3
Yorum
26
Beğeni
5,0
Puan
934
Okunma
Senin gitmekle başladı zamansızlığım
Zamanla zamanda yitmiş bir yabancıyım.
Alabildiğine hülya olabildiğine rüya var gözlerimde
Zamana tutsak olduğum ânda bile ,
Seni yüreğimdeki kuşların sevinciyle
Sarıp sarmalamak istiyorum sadece.
Zaman saatleri kapsayıp gülümserken yüzüme
Her dakika seni düşünmektir , zaman
Zamanın içinde olmayan bir saniyede yok olup giden,
Ölüp biten aşk ağacı dibinde oturan ben
Huzur içinde ölümümle toprağı doyuruyorum.

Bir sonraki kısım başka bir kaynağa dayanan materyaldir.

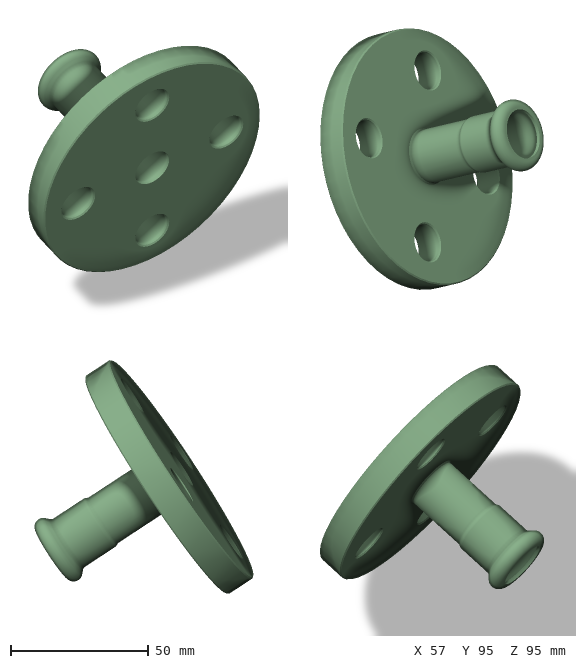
import cadquery as cq
import math

LENGTH = 57.0
FLANGE_RADIUS = 47.5
FLANGE_THICKNESS = 10.9
EDGE_CHAMFER = 0.5

BOLT_COUNT = 4
BOLT_CIRCLE_RADIUS = 32.5
BOLT_HOLE_DIAMETER = 14.0

BEAD_RADIUS = 26.5 / 2
BEAD_ROUND = 3.0
FLANK_ANGLE = 45.0
FLANK_FOOT_ROUND = 1.7
SOCKET_RADIUS = 21.0 / 2
SOCKET_END_X = 20.9
NECK_RADIUS = 19.8 / 2
STEP_ANGLE = 30.0
STEP_ROUND = 1.8
WELD_SIZE = 0.6

WALL = 1.3
MOUTH_RADIUS = 9.1
BORE_RADIUS = 7.4

FLANGE_FACE_X = LENGTH - FLANGE_THICKNESS
BEAD_CENTRE_RADIUS = BEAD_RADIUS - BEAD_ROUND
SEAL_GROOVE_START_X = WALL
SOCKET_BORE_RADIUS = SOCKET_RADIUS - WALL


def ease_down(profile, crest_x, crest_radius, crest_round, foot_radius, foot_round, angle, starts_at_crest):
    """Step down by a convex arc, a cone at the given angle to the axis and a concave arc.

    The crest is where the convex arc is parallel to the axis. The arc either starts there
    or starts earlier, at the profile's current point, and passes over the crest.
    """

    def arc_offset(radius, degrees):
        turn = math.radians(degrees)
        return radius * math.sin(turn), radius * (1 - math.cos(turn))

    crest_length, crest_drop = arc_offset(crest_round, angle)
    foot_length, foot_drop = arc_offset(foot_round, angle)
    via_length, via_drop = arc_offset(crest_round, angle / 2 if starts_at_crest else 0)
    mid_foot_length, mid_foot_drop = arc_offset(foot_round, angle / 2)
    cone_drop = crest_radius - foot_radius - crest_drop - foot_drop
    cone_start_x = crest_x + crest_length
    cone_end_x = cone_start_x + cone_drop / math.tan(math.radians(angle))
    foot_x = cone_end_x + foot_length
    return (
        profile.threePointArc(
            (crest_x + via_length, crest_radius - via_drop),
            (cone_start_x, crest_radius - crest_drop),
        )
        .lineTo(cone_end_x, foot_radius + foot_drop)
        .threePointArc((foot_x - mid_foot_length, foot_radius + mid_foot_drop), (foot_x, foot_radius))
    )


def bead_contour(profile, start_x, inset):
    """Bead and flank, moved inwards by the inset, from its front rim to the socket wall."""
    bead_round = BEAD_ROUND - inset
    crest_radius = BEAD_RADIUS - inset
    profile = profile.lineTo(start_x, BEAD_CENTRE_RADIUS)
    foot_radius = SOCKET_RADIUS - inset
    foot_round = FLANK_FOOT_ROUND + inset
    return ease_down(
        profile, BEAD_ROUND, crest_radius, bead_round, foot_radius, foot_round, FLANK_ANGLE, False
    )


def revolve_about_x(profile):
    return profile.close().revolve(360, (0, 0, 0), (1, 0, 0))


def outer_body():
    profile = bead_contour(cq.Workplane("XY"), 0, 0)
    profile = profile.lineTo(SOCKET_END_X, SOCKET_RADIUS)
    profile = ease_down(
        profile, SOCKET_END_X, SOCKET_RADIUS, STEP_ROUND, NECK_RADIUS, STEP_ROUND, STEP_ANGLE, True
    )
    profile = (
        profile.lineTo(FLANGE_FACE_X - WELD_SIZE, NECK_RADIUS)
        .lineTo(FLANGE_FACE_X, NECK_RADIUS + WELD_SIZE)
        .lineTo(FLANGE_FACE_X, FLANGE_RADIUS - EDGE_CHAMFER)
        .lineTo(FLANGE_FACE_X + EDGE_CHAMFER, FLANGE_RADIUS)
        .lineTo(LENGTH - EDGE_CHAMFER, FLANGE_RADIUS)
        .lineTo(LENGTH, FLANGE_RADIUS - EDGE_CHAMFER)
        .lineTo(LENGTH, 0)
    )
    return revolve_about_x(profile)


def inner_cavity():
    """Mouth, seal groove under the bead, pipe socket and through bore."""
    profile = (
        cq.Workplane("XY")
        .lineTo(0, MOUTH_RADIUS)
        .lineTo(SEAL_GROOVE_START_X, MOUTH_RADIUS)
    )
    profile = bead_contour(profile, SEAL_GROOVE_START_X, WALL)
    profile = (
        profile.lineTo(SOCKET_END_X, SOCKET_BORE_RADIUS)
        .lineTo(SOCKET_END_X, BORE_RADIUS)
        .lineTo(LENGTH, BORE_RADIUS)
        .lineTo(LENGTH, 0)
    )
    return revolve_about_x(profile)


def bolt_holes():
    """Through holes, chamfered at both flange faces."""
    radius = BOLT_HOLE_DIAMETER / 2
    profile = (
        cq.Workplane("XY")
        .moveTo(FLANGE_FACE_X, 0)
        .lineTo(FLANGE_FACE_X, radius + EDGE_CHAMFER)
        .lineTo(FLANGE_FACE_X + EDGE_CHAMFER, radius)
        .lineTo(LENGTH - EDGE_CHAMFER, radius)
        .lineTo(LENGTH, radius + EDGE_CHAMFER)
        .lineTo(LENGTH, 0)
    )
    hole = revolve_about_x(profile).translate((0, BOLT_CIRCLE_RADIUS, 0))
    holes = cq.Workplane("XY")
    for i in range(BOLT_COUNT):
        holes = holes.add(hole.rotate((0, 0, 0), (1, 0, 0), i * 360 / BOLT_COUNT))
    return holes.combine()


result = outer_body().cut(inner_cavity()).cut(bolt_holes())

Aşk uğruna tuzlu yaşlarla mezarımı suluyorum.
Zaman, kimi zaman algılaması güç
Ânın içine dolan korkular kadar hızlı
Sırayet ediyor durgun bedenime.
İmsâk vaktinden seher vaktine
Ellerimi göğe, yüreğimi Yaradana açıp,
Dilimde pişen duaların sıcaklığı,
Gözlerimden düşen yaşların serinliğinde
Senin için ruhumun kuytusunda
Sâbâ’nın tınısında esen zamanı durduruyorum dilimdeki aşkla.

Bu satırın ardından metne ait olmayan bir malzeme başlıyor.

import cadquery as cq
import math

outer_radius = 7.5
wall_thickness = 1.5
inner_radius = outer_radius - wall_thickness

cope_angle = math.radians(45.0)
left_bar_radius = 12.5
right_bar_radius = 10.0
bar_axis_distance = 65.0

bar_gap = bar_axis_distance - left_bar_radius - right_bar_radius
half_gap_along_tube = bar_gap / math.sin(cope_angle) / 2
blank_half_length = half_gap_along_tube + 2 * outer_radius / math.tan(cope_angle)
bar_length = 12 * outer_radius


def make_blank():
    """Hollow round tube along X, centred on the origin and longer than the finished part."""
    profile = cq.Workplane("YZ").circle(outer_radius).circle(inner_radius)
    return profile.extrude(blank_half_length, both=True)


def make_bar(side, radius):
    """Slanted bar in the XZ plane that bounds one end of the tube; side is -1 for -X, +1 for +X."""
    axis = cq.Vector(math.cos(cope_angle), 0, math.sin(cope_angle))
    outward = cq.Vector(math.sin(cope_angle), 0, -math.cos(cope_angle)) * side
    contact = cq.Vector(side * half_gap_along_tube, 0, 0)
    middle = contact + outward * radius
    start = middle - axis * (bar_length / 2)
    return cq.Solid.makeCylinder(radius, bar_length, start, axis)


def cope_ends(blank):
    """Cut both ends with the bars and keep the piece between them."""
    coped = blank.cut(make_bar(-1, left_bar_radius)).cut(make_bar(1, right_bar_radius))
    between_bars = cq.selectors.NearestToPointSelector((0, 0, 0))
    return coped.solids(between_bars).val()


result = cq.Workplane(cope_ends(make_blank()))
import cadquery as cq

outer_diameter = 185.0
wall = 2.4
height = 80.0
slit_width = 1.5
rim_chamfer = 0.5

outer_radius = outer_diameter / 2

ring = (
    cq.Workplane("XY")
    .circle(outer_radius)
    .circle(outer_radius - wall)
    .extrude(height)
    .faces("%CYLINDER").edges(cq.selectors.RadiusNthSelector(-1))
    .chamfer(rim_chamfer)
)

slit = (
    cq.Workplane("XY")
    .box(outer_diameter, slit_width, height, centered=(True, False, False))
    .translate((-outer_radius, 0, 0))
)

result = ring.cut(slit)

Saçlarımın akla nurlandığı zaman
Senin derdinle yanıp tutuşan gönlüme
Reva mıydı gözlerinle harlandığı,
Hüzzamla közlediğin aşkı
Dur durak bilmeden içime dolan kelebeklerin
Sürgit sevdanla öldürüp tekrar dirilttiğin sözlerinde,
Pervane gibi senin serabında, zaman kırılmasında,
Aşk ateşimin etrafında dolanıp ,doldurup yüreğime sevdamı
Zamanı, ânı yerle yeksan edince
Ardında taze bir ölü bırakırsın gözlerimdeki düşle
Asûde bir âna işaret edip zaman
Sensizlikle demlenip ,kendimin delirdiği
Kuşlarımın, kelebeklerimin durduğu
Kuruttuğun göllerimin susuzluğunda
Hicaz bir besteyle yüreğime doldurduğun ateşin adıdır, aşk
Ve aşk, dilinde dillenmeyi bekleyen bir nihavend şarkının ümididir.